■ **TASK DIRECTIONS**:
Output the records, every one, exactly as given.

====== DATA TO EXAMINE

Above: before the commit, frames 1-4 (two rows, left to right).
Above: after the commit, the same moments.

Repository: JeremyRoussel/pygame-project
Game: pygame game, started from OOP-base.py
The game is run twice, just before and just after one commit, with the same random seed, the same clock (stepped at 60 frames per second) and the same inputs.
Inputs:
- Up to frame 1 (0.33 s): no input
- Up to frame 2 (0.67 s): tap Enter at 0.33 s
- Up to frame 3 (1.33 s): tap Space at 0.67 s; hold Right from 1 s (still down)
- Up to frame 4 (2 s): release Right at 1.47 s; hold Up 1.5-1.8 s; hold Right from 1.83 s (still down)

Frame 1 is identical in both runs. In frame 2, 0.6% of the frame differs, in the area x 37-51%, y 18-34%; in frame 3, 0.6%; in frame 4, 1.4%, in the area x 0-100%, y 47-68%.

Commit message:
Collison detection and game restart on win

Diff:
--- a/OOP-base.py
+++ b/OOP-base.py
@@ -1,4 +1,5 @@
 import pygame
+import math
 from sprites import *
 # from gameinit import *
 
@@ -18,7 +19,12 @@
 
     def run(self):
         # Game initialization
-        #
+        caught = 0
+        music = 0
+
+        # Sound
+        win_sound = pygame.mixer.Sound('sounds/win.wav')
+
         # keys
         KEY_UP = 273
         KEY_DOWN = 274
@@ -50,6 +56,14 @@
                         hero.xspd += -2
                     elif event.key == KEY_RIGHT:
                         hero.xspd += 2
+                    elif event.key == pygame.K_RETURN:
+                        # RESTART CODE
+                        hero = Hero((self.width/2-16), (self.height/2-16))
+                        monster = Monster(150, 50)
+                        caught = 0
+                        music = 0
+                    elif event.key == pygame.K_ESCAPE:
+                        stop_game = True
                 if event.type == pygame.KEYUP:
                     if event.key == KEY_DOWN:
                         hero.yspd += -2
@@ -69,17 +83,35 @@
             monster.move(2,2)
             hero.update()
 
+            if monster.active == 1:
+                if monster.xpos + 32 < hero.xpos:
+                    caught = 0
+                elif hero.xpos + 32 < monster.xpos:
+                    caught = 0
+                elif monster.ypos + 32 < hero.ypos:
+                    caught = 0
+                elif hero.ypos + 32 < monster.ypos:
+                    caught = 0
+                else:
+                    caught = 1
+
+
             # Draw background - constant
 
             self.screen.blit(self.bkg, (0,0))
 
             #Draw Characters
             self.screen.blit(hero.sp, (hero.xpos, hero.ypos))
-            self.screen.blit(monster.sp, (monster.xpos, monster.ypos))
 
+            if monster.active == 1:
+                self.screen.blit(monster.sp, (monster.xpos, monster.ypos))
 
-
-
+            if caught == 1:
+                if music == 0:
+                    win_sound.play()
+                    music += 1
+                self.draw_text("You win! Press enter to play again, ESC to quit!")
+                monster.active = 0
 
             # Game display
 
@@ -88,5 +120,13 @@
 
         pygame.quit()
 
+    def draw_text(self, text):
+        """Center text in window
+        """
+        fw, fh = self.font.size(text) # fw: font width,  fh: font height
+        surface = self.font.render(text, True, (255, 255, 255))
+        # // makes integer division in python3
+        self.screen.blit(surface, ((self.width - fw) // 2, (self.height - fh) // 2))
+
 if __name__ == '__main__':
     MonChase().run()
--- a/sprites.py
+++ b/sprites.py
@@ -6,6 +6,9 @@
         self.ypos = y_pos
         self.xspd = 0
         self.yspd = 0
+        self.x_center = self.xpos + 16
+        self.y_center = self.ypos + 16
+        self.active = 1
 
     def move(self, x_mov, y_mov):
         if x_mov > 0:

============

■ **ANSWER BELOW**:
Above: before the commit, frames 1-4 (two rows, left to right).
Above: after the commit, the same moments.

Repository: JeremyRoussel/pygame-project
Game: pygame game, started from OOP-base.py
The game is run twice, just before and just after one commit, with the same random seed, the same clock (stepped at 60 frames per second) and the same inputs.
Inputs:
- Up to frame 1 (0.33 s): no input
- Up to frame 2 (0.67 s): tap Enter at 0.33 s
- Up to frame 3 (1.33 s): tap Space at 0.67 s; hold Right from 1 s (still down)
- Up to frame 4 (2 s): release Right at 1.47 s; hold Up 1.5-1.8 s; hold Right from 1.83 s (still down)

Frame 1 is identical in both runs. In frame 2, 0.6% of the frame differs, in the area x 37-51%, y 18-34%; in frame 3, 0.6%; in frame 4, 1.4%, in the area x 0-100%, y 47-68%.

Commit message:
Collison detection and game restart on win

Diff:
--- a/OOP-base.py
+++ b/OOP-base.py
@@ -1,4 +1,5 @@
 import pygame
+import math
 from sprites import *
 # from gameinit import *
 
@@ -18,7 +19,12 @@
 
     def run(self):
         # Game initialization
-        #
+        caught = 0
+        music = 0
+
+        # Sound
+        win_sound = pygame.mixer.Sound('sounds/win.wav')
+
         # keys
         KEY_UP = 273
         KEY_DOWN = 274
@@ -50,6 +56,14 @@
                         hero.xspd += -2
                     elif event.key == KEY_RIGHT:
                         hero.xspd += 2
+                    elif event.key == pygame.K_RETURN:
+                        # RESTART CODE
+                        hero = Hero((self.width/2-16), (self.height/2-16))
+                        monster = Monster(150, 50)
+                        caught = 0
+                        music = 0
+                    elif event.key == pygame.K_ESCAPE:
+                        stop_game = True
                 if event.type == pygame.KEYUP:
                     if event.key == KEY_DOWN:
                         hero.yspd += -2
@@ -69,17 +83,35 @@
             monster.move(2,2)
             hero.update()
 
+            if monster.active == 1:
+                if monster.xpos + 32 < hero.xpos:
+                    caught = 0
+                elif hero.xpos + 32 < monster.xpos:
+                    caught = 0
+                elif monster.ypos + 32 < hero.ypos:
+                    caught = 0
+                elif hero.ypos + 32 < monster.ypos:
+                    caught = 0
+                else:
+                    caught = 1
+
+
             # Draw background - constant
 
             self.screen.blit(self.bkg, (0,0))
 
             #Draw Characters
             self.screen.blit(hero.sp, (hero.xpos, hero.ypos))
-            self.screen.blit(monster.sp, (monster.xpos, monster.ypos))
 
+            if monster.active == 1:
+                self.screen.blit(monster.sp, (monster.xpos, monster.ypos))
 
-
-
+            if caught == 1:
+                if music == 0:
+                    win_sound.play()
+                    music += 1
+                self.draw_text("You win! Press enter to play again, ESC to quit!")
+                monster.active = 0
 
             # Game display
 
@@ -88,5 +120,13 @@
 
         pygame.quit()
 
+    def draw_text(self, text):
+        """Center text in window
+        """
+        fw, fh = self.font.size(text) # fw: font width,  fh: font height
+        surface = self.font.render(text, True, (255, 255, 255))
+        # // makes integer division in python3
+        self.screen.blit(surface, ((self.width - fw) // 2, (self.height - fh) // 2))
+
 if __name__ == '__main__':
     MonChase().run()
--- a/sprites.py
+++ b/sprites.py
@@ -6,6 +6,9 @@
         self.ypos = y_pos
         self.xspd = 0
         self.yspd = 0
+        self.x_center = self.xpos + 16
+        self.y_center = self.ypos + 16
+        self.active = 1
 
     def move(self, x_mov, y_mov):
         if x_mov > 0:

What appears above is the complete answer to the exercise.